[Stored items]
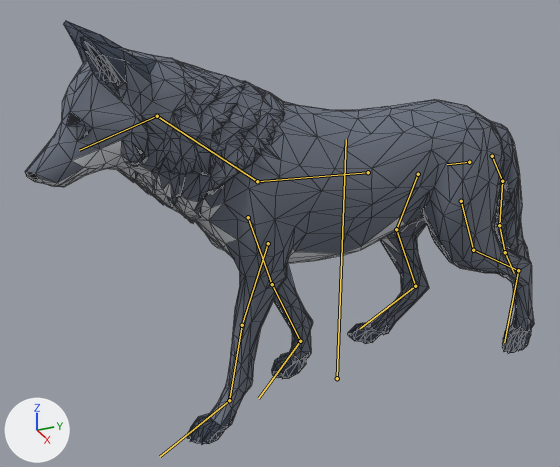
One commit to the glTF model packages/client/public/models/wolf.glb: the scene before it, then after it.
Both versions are drawn from a 50 mm camera at (2.43, -1.37, 1.98) aimed at (-0.05, -0.25, 0.74). Arrows for +X, +Y and +Z are at lower left; the lights stay in place. The first picture is the older version. Both versions are drawn at frame 19 of the action 'walk'; the numbers are the values there. The bones that change, and the others that lie on the model, are drawn over the model as lines. Mesh edges are drawn as thin lines.

The first picture shows 'wolf'.
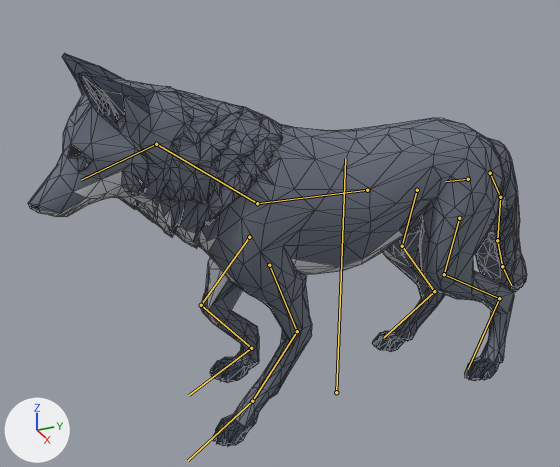
Where the change shows, as pixel boxes [x1, y1, x2, y2] in the pictures (560 x 467 px):
```json
{"object": "wolf", "change": "posed", "before": [25, 21, 534, 444], "after": [28, 53, 527, 446], "on screen": "7% shorter"}
{"bone": "root", "before": "(337, 378) to (346, 139)", "after": "(336, 392) to (345, 158)"}
{"bone": "spine", "before": "(368, 172) to (257, 181)", "after": "(367, 190) to (257, 203)"}
{"bone": "frontupper.L", "before": "(248, 217) to (272, 284)", "after": "(249, 237) to (201, 305)"}
{"bone": "frontlower.L", "before": "(272, 284) to (300, 341)", "after": "(201, 305) to (251, 348)"}
{"bone": "frontpaw.L", "before": "(300, 341) to (258, 398)", "after": "(251, 348) to (188, 395)"}
{"bone": "frontupper.R", "before": "(268, 243) to (242, 325)", "after": "(269, 265) to (297, 331)"}
{"bone": "frontlower.R", "before": "(242, 325) to (229, 400)", "after": "(297, 331) to (252, 401)"}
{"bone": "frontpaw.R", "before": "(229, 400) to (160, 456)", "after": "(252, 401) to (188, 460)"}
{"bone": "backupper.L", "before": "(418, 174) to (396, 229)", "after": "(417, 190) to (402, 246)"}
{"bone": "backlower.L", "before": "(396, 229) to (415, 286)", "after": "(402, 246) to (434, 291)"}
{"bone": "backpaw.L", "before": "(415, 286) to (360, 328)", "after": "(434, 291) to (384, 337)"}
{"bone": "backupper.R", "before": "(461, 201) to (473, 250)", "after": "(459, 218) to (444, 274)"}
{"bone": "backlower.R", "before": "(473, 250) to (518, 270)", "after": "(444, 274) to (499, 298)"}
{"bone": "backpaw.R", "before": "(518, 270) to (504, 342)", "after": "(499, 298) to (468, 369)"}
```

Edits to the scene script, one JSON object a line:
```json
{"block": "bone_root", "where": "bone_root = bpy.data.objects['wolf_rig'].pose.bones['root']"}
{"op": "set", "path": "bone_root.location", "old": "(0.0, 0.027, 0.0)", "new": "(0.0, -0.046, 0.0)"}
{"block": "bone_spine", "where": "bone_spine = bpy.data.objects['wolf_rig'].pose.bones['spine']  # child of 'hips'"}
{"op": "set", "path": "bone_spine.rotation_quaternion", "old": "(1.0, -0.017, 0.0, 0.0)", "new": "(1.0, -0.03, 0.0, 0.0)", "note": "degrees (-2, 0, 0) -> degrees (-3, 0, 0)"}
{"block": "bone_frontupper_l", "where": "bone_frontupper_l = bpy.data.objects['wolf_rig'].pose.bones['frontupper.L']  # child of 'spine'"}
{"op": "set", "path": "bone_frontupper_l.rotation_quaternion", "old": "(0.991, -0.137, 0.0, 0.0)", "new": "(0.931, 0.365, 0.0, 0.0)", "note": "degrees (-16, 0, 0) -> degrees (43, 0, 0)"}
{"block": "bone_frontlower_l", "where": "bone_frontlower_l = bpy.data.objects['wolf_rig'].pose.bones['frontlower.L']  # child of 'frontupper.L'"}
{"op": "set", "path": "bone_frontlower_l.rotation_quaternion", "old": "(0.999, -0.055, 0.0, 0.0)", "new": "(0.77, -0.638, 0.0, 0.0)", "note": "degrees (-6, 0, 0) -> degrees (-79, 0, 0)"}
{"block": "bone_frontpaw_l", "where": "bone_frontpaw_l = bpy.data.objects['wolf_rig'].pose.bones['frontpaw.L']  # child of 'frontlower.L'"}
{"op": "set", "path": "bone_frontpaw_l.rotation_quaternion", "old": "(1.0, 0.0, 0.0, 0.0)", "new": "(0.945, 0.326, 0.0, 0.0)", "note": "degrees (0, 0, 0) -> degrees (38, 0, 0)"}
{"block": "bone_frontupper_r", "where": "bone_frontupper_r = bpy.data.objects['wolf_rig'].pose.bones['frontupper.R']  # child of 'spine'"}
{"op": "set", "path": "bone_frontupper_r.rotation_quaternion", "old": "(0.991, 0.137, 0.0, 0.0)", "new": "(0.982, -0.187, 0.0, 0.0)", "note": "degrees (16, 0, 0) -> degrees (-22, 0, 0)"}
{"block": "bone_frontlower_r", "where": "bone_frontlower_r = bpy.data.objects['wolf_rig'].pose.bones['frontlower.R']  # child of 'frontupper.R'"}
{"op": "set", "path": "bone_frontlower_r.rotation_quaternion", "old": "(0.997, -0.079, 0.0, 0.0)", "new": "(0.89, 0.456, 0.0, 0.0)", "note": "degrees (-9, 0, 0) -> degrees (54, 0, 0)"}
{"block": "bone_frontpaw_r", "where": "bone_frontpaw_r = bpy.data.objects['wolf_rig'].pose.bones['frontpaw.R']  # child of 'frontlower.R'"}
{"op": "set", "path": "bone_frontpaw_r.rotation_quaternion", "old": "(1.0, 0.0, 0.0, 0.0)", "new": "(0.968, -0.252, -0.003, 0.013)", "note": "degrees (0, 0, 0) -> degrees (-29, 0, 2)"}
{"block": "bone_backupper_l", "where": "bone_backupper_l = bpy.data.objects['wolf_rig'].pose.bones['backupper.L']  # child of 'hips'"}
{"op": "set", "path": "bone_backupper_l.rotation_quaternion", "old": "(0.991, 0.137, 0.0, 0.0)", "new": "(0.997, 0.079, 0.001, 0.015)", "note": "degrees (16, 0, 0) -> degrees (9, 0, 2)"}
{"block": "bone_backlower_l", "where": "bone_backlower_l = bpy.data.objects['wolf_rig'].pose.bones['backlower.L']  # child of 'backupper.L'"}
{"op": "set", "path": "bone_backlower_l.rotation_quaternion", "old": "(0.997, -0.079, 0.0, 0.0)", "new": "(0.989, -0.145, 0.0, 0.0)", "note": "degrees (-9, 0, 0) -> degrees (-17, 0, 0)"}
{"block": "bone_backpaw_l", "where": "bone_backpaw_l = bpy.data.objects['wolf_rig'].pose.bones['backpaw.L']  # child of 'backlower.L'"}
{"op": "set", "path": "bone_backpaw_l.rotation_quaternion", "old": "(1.0, 0.0, 0.0, 0.0)", "new": "(0.998, 0.062, -0.001, -0.011)", "note": "degrees (0, 0, 0) -> degrees (7, 0, -1)"}
{"block": "bone_backupper_r", "where": "bone_backupper_r = bpy.data.objects['wolf_rig'].pose.bones['backupper.R']  # child of 'hips'"}
{"op": "set", "path": "bone_backupper_r.rotation_quaternion", "old": "(0.991, -0.137, 0.0, 0.0)", "new": "(0.987, 0.16, 0.0, 0.0)", "note": "degrees (-16, 0, 0) -> degrees (18, 0, 0)"}
{"block": "bone_backlower_r", "where": "bone_backlower_r = bpy.data.objects['wolf_rig'].pose.bones['backlower.R']  # child of 'backupper.R'"}
{"op": "set", "path": "bone_backlower_r.rotation_quaternion", "old": "(0.999, -0.055, 0.0, 0.0)", "new": "(0.934, -0.358, 0.0, 0.0)", "note": "degrees (-6, 0, 0) -> degrees (-42, 0, 0)"}
{"block": "bone_backpaw_r", "where": "bone_backpaw_r = bpy.data.objects['wolf_rig'].pose.bones['backpaw.R']  # child of 'backlower.R'"}
{"op": "set", "path": "bone_backpaw_r.rotation_quaternion", "old": "(1.0, 0.0, 0.0, 0.0)", "new": "(0.986, 0.167, 0.0, 0.0)", "note": "degrees (0, 0, 0) -> degrees (19, 0, 0)"}
```

| What is expected |
Your reply should hold every line from the data that contains "model", copied in full.

| Solution to this problem |
One commit to the glTF model packages/client/public/models/wolf.glb: the scene before it, then after it.
Both versions are drawn from a 50 mm camera at (2.43, -1.37, 1.98) aimed at (-0.05, -0.25, 0.74). Arrows for +X, +Y and +Z are at lower left; the lights stay in place. The first picture is the older version. Both versions are drawn at frame 19 of the action 'walk'; the numbers are the values there. The bones that change, and the others that lie on the model, are drawn over the model as lines. Mesh edges are drawn as thin lines.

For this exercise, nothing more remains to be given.